1. Mario Coppo, "An Extended Polymorphic Type System for Applicative Languages" Proceedings of the 9th Symposium on the Mathematical Foundations of Computer Science,p.194 - 204, September 1980, available in Lecture Notes in Computing Science volume 88 (Springer Verlag)
2. R. Milner, "A Theory of Type Polymorphism in Programming", Journal of Computer and System Sciences 17 (1978), 348 - 375.

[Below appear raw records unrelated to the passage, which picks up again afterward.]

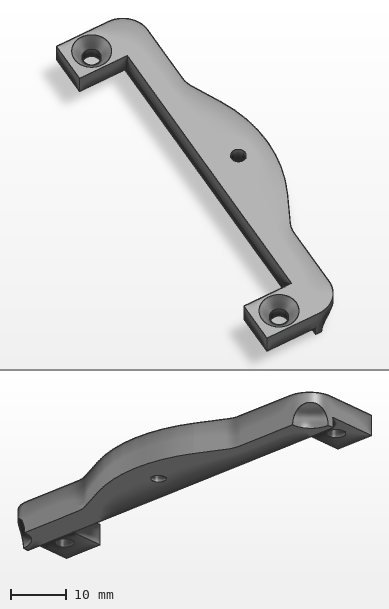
import cadquery as cq
import math

length = 74.4
height = 6.0
depth = 21.95
bar_back = 15.9
corner_radius = 5.1

leg_width = 8.2
leg_length = 9.9
leg_underside = 2.0
rail_front = 10.1

crown_radius = 26.8
crown_root_radius = 5.0
flank_angle = math.radians(26)

center_hole_diameter = 2.75
center_hole_y = bar_back
screw_hole_diameter = 3.4
countersink_diameter = 7.15
countersink_angle = 90
screw_inset = leg_width / 2
screw_y = 4.9

relief_radius = 4.55


def crown_points():
    """Return the left root arc and flank points of the crown, from the bar upward."""
    sine = math.sin(flank_angle)
    cosine = math.cos(flank_angle)
    arc_rise = (crown_radius + crown_root_radius) * (1 - cosine)
    flank_run = (depth - bar_back - arc_rise) / math.tan(flank_angle)
    flank_end = (-crown_radius * sine, depth - crown_radius * (1 - cosine))
    flank_start_x = flank_end[0] - flank_run
    flank_start = (flank_start_x, bar_back + crown_root_radius * (1 - cosine))
    root = (flank_start_x - crown_root_radius * sine, bar_back)
    half_sine = math.sin(flank_angle / 2)
    half_rise = 1 - math.cos(flank_angle / 2)
    root_middle = (root[0] + crown_root_radius * half_sine, bar_back + crown_root_radius * half_rise)
    return root, root_middle, flank_start, flank_end


def mirrored(point):
    return (-point[0], point[1])


def make_outline():
    """Return the closed plan outline of the bar, crown and legs."""
    half = length / 2
    inner = half - leg_width
    root, root_middle, flank_start, flank_end = crown_points()
    corner_cut = corner_radius * (1 - math.sqrt(0.5))
    corner_start = (-half, bar_back - corner_radius)
    corner_middle = (-half + corner_cut, bar_back - corner_cut)
    corner_end = (-half + corner_radius, bar_back)
    return (
        cq.Workplane("XY")
        .moveTo(-half, 0)
        .lineTo(*corner_start)
        .threePointArc(corner_middle, corner_end)
        .lineTo(*root)
        .threePointArc(root_middle, flank_start)
        .lineTo(*flank_end)
        .threePointArc((0, depth), mirrored(flank_end))
        .lineTo(*mirrored(flank_start))
        .threePointArc(mirrored(root_middle), mirrored(root))
        .lineTo(*mirrored(corner_end))
        .threePointArc(mirrored(corner_middle), mirrored(corner_start))
        .lineTo(half, 0)
        .lineTo(inner, 0)
        .lineTo(inner, leg_length)
        .lineTo(-inner, leg_length)
        .lineTo(-inner, 0)
        .close()
    )


def make_leg_clearance():
    """Return the space below the legs, in front of the lower rail."""
    return cq.Workplane("XY").box(length, rail_front, leg_underside, centered=(True, False, False))


def make_corner_relief(side):
    return cq.Workplane("XY").sphere(relief_radius).translate((side * length / 2, bar_back, 0))


body = make_outline().extrude(height).cut(make_leg_clearance())
for side in (-1, 1):
    body = body.cut(make_corner_relief(side))

screw_x = length / 2 - screw_inset
top = body.faces(">Z").workplane(origin=(0, 0, height))
body = top.pushPoints([(-screw_x, screw_y), (screw_x, screw_y)]).cskHole(
    screw_hole_diameter, countersink_diameter, countersink_angle
)
top = body.faces(">Z").workplane(origin=(0, 0, height))
result = top.center(0, center_hole_y).hole(center_hole_diameter)

It's been a while since I read these, but they are seminal works. They can be a bit heavy going - read them in conjunction with the Haskell tutorial and with a Haskell interpreter to hand (http://haskell.org) and it should be a bit clearer.

Pressing on :

Marshall Spight wrote:
> Bob Badour wrote:
> > Marshall Spight wrote:
> >

[ snippage ]

> I'm not convinced that "there is only assignment" is the right design.
> (It certainly works as a theoretical basis, though.) If the kernel
> language supports only assignment, and not, say, insert, then
> the implementation of insert must necessarily be hugely expensive.
>

Not at all; you have abandon thinking about the surface syntax and consider what is actually happening. That is, on the surface (in the lingo, in your concrete syntax) you might have some syntactic sugar that lets you say

              insert(mylist, myvalue);

but under the surface (in your abstract syntax - the thing your language design would actually work on) you would really be saying

              mylist := insert_operator(mylist, myvalue);

The fewest number of concepts make life easiest; so, if you really *must* have variables (and I really don't think we do, but there you are) then having one and only one operator that fiddles around with assigning values to variables makes life so much easier. In passing, if your stick with the "operators working on values" idea, you can pretty much stop thinking about "special cases" and work on the general principles of what you're working on.

> I hate to bring the physical into the conversation, but there are
> times when the logical model constrains the physical implementation,
> and imperative operations is one of those times.
>

You'll have to explain that one to me; more often, the physical implementation can't keep up with the logical model (consider Wirth's Euler language, and the relational model itself). And if you're working at the level of creating a model for lists, you shouldn't be thinking about the physical world at all. As long as it faithfully implements the logical model, any physical implementation is correct (it may not be "acceptable" for other reasons, such as time or space performance, but that's the physical implementation's problem).

> I hate to respond with such a generic answer, but "for ordered data"
> is as specific as I can get. Character strings are a good example.
>

Given the amount of head scratching and work you're going to be getting into to make this work properly all round the houses, you'd better have a better battle cry than that !

> Convenience merely. But it is a *lot* of convenience.
>

Convenience can be dealt with in all sorts of places, way way above the logical or computational model. Consider the applicative languages (OCaml, ML, Haskell, Hope, etc etc). All of them are in effect different syntactic sugars for the lambda calculus. Is what you're trying to achieve possibly better dealt with at the language level ? Or with macros ?

> Different authors use these terms different ways; for myself,
> I don't see a useful distinction. Maybe "list" is logical and
> "array" is physical? Dunno.
>

Different operators ? Can you address lists by ordinal position (e.g. list_name[3]) ? (In which case, what happens if you attempt to address a non-existent element ?) Can you insert into the middle of an array by shuffling the ordinals of later array elements or can you only overwrite whatever was in a fixed set of locations ? Do arrays have fixed bounds, but lists none ?

[snippage]

Type systems and logical models are *difficult*; there's no getting away from it, however much we might like to try convincing ourselves. And the only way to know that you haven't left some bizarre nook or cranny lying with a nasty surprise in wait for the first person to wander there is to sit down and do a full scale formal exposition of your idea. And no, "formal" English doesn't cut it. I did it once - a while ago - and those 30 pages of equations have left a long term mark on me. That's why I'm deeply cautious about the D type system, and at this point tend towards viewing useful progress as being a combination of Milner's type system (a la ML or Haskell) for thinking about individual data elements with the relational model for thinking about facts involving those data elements. (While accepting that D's possreps have possibly unexpected handy side benefits in version control.)

I've been typing lots and typing quickly, so I've probably made a whole pile of howlers here. I would wait, but I might not get another chance to reply to this for a little while !

• Tony